Your objective =
Would you print each of the entries below precisely as given?
Raw data section start
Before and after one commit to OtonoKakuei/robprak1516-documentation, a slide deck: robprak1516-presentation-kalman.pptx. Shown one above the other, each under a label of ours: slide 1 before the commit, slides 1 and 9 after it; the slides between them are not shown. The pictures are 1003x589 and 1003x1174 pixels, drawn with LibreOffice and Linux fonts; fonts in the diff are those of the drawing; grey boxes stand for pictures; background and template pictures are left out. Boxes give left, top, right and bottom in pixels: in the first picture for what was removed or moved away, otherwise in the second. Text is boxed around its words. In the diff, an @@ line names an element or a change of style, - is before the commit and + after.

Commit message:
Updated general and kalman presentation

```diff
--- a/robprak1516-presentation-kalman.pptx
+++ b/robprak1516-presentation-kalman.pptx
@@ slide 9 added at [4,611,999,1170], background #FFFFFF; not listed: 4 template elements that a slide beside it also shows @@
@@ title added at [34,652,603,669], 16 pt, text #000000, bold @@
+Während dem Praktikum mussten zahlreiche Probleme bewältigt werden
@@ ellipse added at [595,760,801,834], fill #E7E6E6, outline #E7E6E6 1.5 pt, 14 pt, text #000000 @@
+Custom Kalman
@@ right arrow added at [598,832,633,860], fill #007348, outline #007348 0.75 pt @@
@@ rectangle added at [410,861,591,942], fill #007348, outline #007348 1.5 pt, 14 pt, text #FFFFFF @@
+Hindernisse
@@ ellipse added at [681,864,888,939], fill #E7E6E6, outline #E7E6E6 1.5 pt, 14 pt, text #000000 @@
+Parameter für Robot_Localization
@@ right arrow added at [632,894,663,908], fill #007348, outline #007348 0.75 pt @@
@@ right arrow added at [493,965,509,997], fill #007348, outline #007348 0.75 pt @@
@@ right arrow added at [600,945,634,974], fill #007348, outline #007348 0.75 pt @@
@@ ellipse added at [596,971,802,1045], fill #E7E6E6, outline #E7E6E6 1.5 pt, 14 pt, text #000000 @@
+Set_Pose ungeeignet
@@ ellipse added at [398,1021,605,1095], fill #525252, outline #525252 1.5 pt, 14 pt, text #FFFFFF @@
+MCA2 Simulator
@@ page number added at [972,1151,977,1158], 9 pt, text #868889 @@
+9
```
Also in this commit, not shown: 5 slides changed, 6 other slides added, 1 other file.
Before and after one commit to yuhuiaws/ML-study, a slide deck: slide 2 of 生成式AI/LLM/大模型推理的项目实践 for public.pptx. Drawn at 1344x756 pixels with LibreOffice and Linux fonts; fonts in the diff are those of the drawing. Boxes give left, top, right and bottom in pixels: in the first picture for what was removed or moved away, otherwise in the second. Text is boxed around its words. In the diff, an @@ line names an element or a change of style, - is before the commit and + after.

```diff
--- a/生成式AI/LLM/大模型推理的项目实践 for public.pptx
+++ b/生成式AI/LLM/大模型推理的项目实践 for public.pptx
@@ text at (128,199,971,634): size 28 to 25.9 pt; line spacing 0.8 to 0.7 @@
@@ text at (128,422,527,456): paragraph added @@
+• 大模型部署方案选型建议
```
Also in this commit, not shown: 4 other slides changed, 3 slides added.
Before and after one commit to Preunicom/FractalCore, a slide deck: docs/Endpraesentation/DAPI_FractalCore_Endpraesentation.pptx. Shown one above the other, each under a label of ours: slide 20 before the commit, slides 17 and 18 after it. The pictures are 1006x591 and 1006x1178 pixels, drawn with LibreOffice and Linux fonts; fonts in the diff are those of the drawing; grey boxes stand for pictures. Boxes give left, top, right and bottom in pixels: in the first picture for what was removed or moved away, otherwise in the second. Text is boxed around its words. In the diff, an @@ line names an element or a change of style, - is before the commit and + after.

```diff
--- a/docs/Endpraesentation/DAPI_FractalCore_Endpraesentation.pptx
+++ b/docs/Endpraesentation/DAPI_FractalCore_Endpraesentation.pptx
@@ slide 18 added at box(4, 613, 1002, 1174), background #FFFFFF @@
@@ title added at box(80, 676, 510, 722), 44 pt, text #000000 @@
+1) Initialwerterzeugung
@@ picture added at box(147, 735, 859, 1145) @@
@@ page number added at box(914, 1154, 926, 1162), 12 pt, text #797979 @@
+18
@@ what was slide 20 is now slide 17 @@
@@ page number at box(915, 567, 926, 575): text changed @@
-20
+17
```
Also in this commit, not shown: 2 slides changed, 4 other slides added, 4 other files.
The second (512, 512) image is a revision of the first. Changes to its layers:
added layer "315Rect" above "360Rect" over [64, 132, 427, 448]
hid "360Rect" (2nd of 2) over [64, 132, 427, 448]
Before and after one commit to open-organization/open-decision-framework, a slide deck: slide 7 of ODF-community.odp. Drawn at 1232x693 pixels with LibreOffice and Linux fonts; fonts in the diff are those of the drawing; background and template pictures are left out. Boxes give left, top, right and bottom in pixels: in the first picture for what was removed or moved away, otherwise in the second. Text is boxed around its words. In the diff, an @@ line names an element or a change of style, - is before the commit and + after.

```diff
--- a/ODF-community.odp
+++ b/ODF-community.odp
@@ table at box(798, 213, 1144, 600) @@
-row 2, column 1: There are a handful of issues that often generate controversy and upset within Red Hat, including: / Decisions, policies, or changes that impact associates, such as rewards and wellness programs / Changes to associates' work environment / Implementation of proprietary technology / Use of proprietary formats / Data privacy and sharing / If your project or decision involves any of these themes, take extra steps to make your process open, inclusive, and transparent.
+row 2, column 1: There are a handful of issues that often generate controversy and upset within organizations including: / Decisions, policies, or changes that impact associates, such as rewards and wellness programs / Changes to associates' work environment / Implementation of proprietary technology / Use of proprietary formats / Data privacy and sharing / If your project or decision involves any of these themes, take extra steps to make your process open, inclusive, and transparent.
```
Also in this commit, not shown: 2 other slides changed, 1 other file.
Raw data section end
Written response =
Before and after one commit to OtonoKakuei/robprak1516-documentation, a slide deck: robprak1516-presentation-kalman.pptx. Shown one above the other, each under a label of ours: slide 1 before the commit, slides 1 and 9 after it; the slides between them are not shown. The pictures are 1003x589 and 1003x1174 pixels, drawn with LibreOffice and Linux fonts; fonts in the diff are those of the drawing; grey boxes stand for pictures; background and template pictures are left out. Boxes give left, top, right and bottom in pixels: in the first picture for what was removed or moved away, otherwise in the second. Text is boxed around its words. In the diff, an @@ line names an element or a change of style, - is before the commit and + after.

Commit message:
Updated general and kalman presentation

```diff
--- a/robprak1516-presentation-kalman.pptx
+++ b/robprak1516-presentation-kalman.pptx
@@ slide 9 added at [4,611,999,1170], background #FFFFFF; not listed: 4 template elements that a slide beside it also shows @@
@@ title added at [34,652,603,669], 16 pt, text #000000, bold @@
+Während dem Praktikum mussten zahlreiche Probleme bewältigt werden
@@ ellipse added at [595,760,801,834], fill #E7E6E6, outline #E7E6E6 1.5 pt, 14 pt, text #000000 @@
+Custom Kalman
@@ right arrow added at [598,832,633,860], fill #007348, outline #007348 0.75 pt @@
@@ rectangle added at [410,861,591,942], fill #007348, outline #007348 1.5 pt, 14 pt, text #FFFFFF @@
+Hindernisse
@@ ellipse added at [681,864,888,939], fill #E7E6E6, outline #E7E6E6 1.5 pt, 14 pt, text #000000 @@
+Parameter für Robot_Localization
@@ right arrow added at [632,894,663,908], fill #007348, outline #007348 0.75 pt @@
@@ right arrow added at [493,965,509,997], fill #007348, outline #007348 0.75 pt @@
@@ right arrow added at [600,945,634,974], fill #007348, outline #007348 0.75 pt @@
@@ ellipse added at [596,971,802,1045], fill #E7E6E6, outline #E7E6E6 1.5 pt, 14 pt, text #000000 @@
+Set_Pose ungeeignet
@@ ellipse added at [398,1021,605,1095], fill #525252, outline #525252 1.5 pt, 14 pt, text #FFFFFF @@
+MCA2 Simulator
@@ page number added at [972,1151,977,1158], 9 pt, text #868889 @@
+9
```
Also in this commit, not shown: 5 slides changed, 6 other slides added, 1 other file.
Before and after one commit to yuhuiaws/ML-study, a slide deck: slide 2 of 生成式AI/LLM/大模型推理的项目实践 for public.pptx. Drawn at 1344x756 pixels with LibreOffice and Linux fonts; fonts in the diff are those of the drawing. Boxes give left, top, right and bottom in pixels: in the first picture for what was removed or moved away, otherwise in the second. Text is boxed around its words. In the diff, an @@ line names an element or a change of style, - is before the commit and + after.

```diff
--- a/生成式AI/LLM/大模型推理的项目实践 for public.pptx
+++ b/生成式AI/LLM/大模型推理的项目实践 for public.pptx
@@ text at (128,199,971,634): size 28 to 25.9 pt; line spacing 0.8 to 0.7 @@
@@ text at (128,422,527,456): paragraph added @@
+• 大模型部署方案选型建议
```
Also in this commit, not shown: 4 other slides changed, 3 slides added.
Before and after one commit to Preunicom/FractalCore, a slide deck: docs/Endpraesentation/DAPI_FractalCore_Endpraesentation.pptx. Shown one above the other, each under a label of ours: slide 20 before the commit, slides 17 and 18 after it. The pictures are 1006x591 and 1006x1178 pixels, drawn with LibreOffice and Linux fonts; fonts in the diff are those of the drawing; grey boxes stand for pictures. Boxes give left, top, right and bottom in pixels: in the first picture for what was removed or moved away, otherwise in the second. Text is boxed around its words. In the diff, an @@ line names an element or a change of style, - is before the commit and + after.

```diff
--- a/docs/Endpraesentation/DAPI_FractalCore_Endpraesentation.pptx
+++ b/docs/Endpraesentation/DAPI_FractalCore_Endpraesentation.pptx
@@ slide 18 added at box(4, 613, 1002, 1174), background #FFFFFF @@
@@ title added at box(80, 676, 510, 722), 44 pt, text #000000 @@
+1) Initialwerterzeugung
@@ picture added at box(147, 735, 859, 1145) @@
@@ page number added at box(914, 1154, 926, 1162), 12 pt, text #797979 @@
+18
@@ what was slide 20 is now slide 17 @@
@@ page number at box(915, 567, 926, 575): text changed @@
-20
+17
```
Also in this commit, not shown: 2 slides changed, 4 other slides added, 4 other files.
The second (512, 512) image is a revision of the first. Changes to its layers:
added layer "315Rect" above "360Rect" over [64, 132, 427, 448]
hid "360Rect" (2nd of 2) over [64, 132, 427, 448]
Before and after one commit to open-organization/open-decision-framework, a slide deck: slide 7 of ODF-community.odp. Drawn at 1232x693 pixels with LibreOffice and Linux fonts; fonts in the diff are those of the drawing; background and template pictures are left out. Boxes give left, top, right and bottom in pixels: in the first picture for what was removed or moved away, otherwise in the second. Text is boxed around its words. In the diff, an @@ line names an element or a change of style, - is before the commit and + after.

```diff
--- a/ODF-community.odp
+++ b/ODF-community.odp
@@ table at box(798, 213, 1144, 600) @@
-row 2, column 1: There are a handful of issues that often generate controversy and upset within Red Hat, including: / Decisions, policies, or changes that impact associates, such as rewards and wellness programs / Changes to associates' work environment / Implementation of proprietary technology / Use of proprietary formats / Data privacy and sharing / If your project or decision involves any of these themes, take extra steps to make your process open, inclusive, and transparent.
+row 2, column 1: There are a handful of issues that often generate controversy and upset within organizations including: / Decisions, policies, or changes that impact associates, such as rewards and wellness programs / Changes to associates' work environment / Implementation of proprietary technology / Use of proprietary formats / Data privacy and sharing / If your project or decision involves any of these themes, take extra steps to make your process open, inclusive, and transparent.
```
Also in this commit, not shown: 2 other slides changed, 1 other file.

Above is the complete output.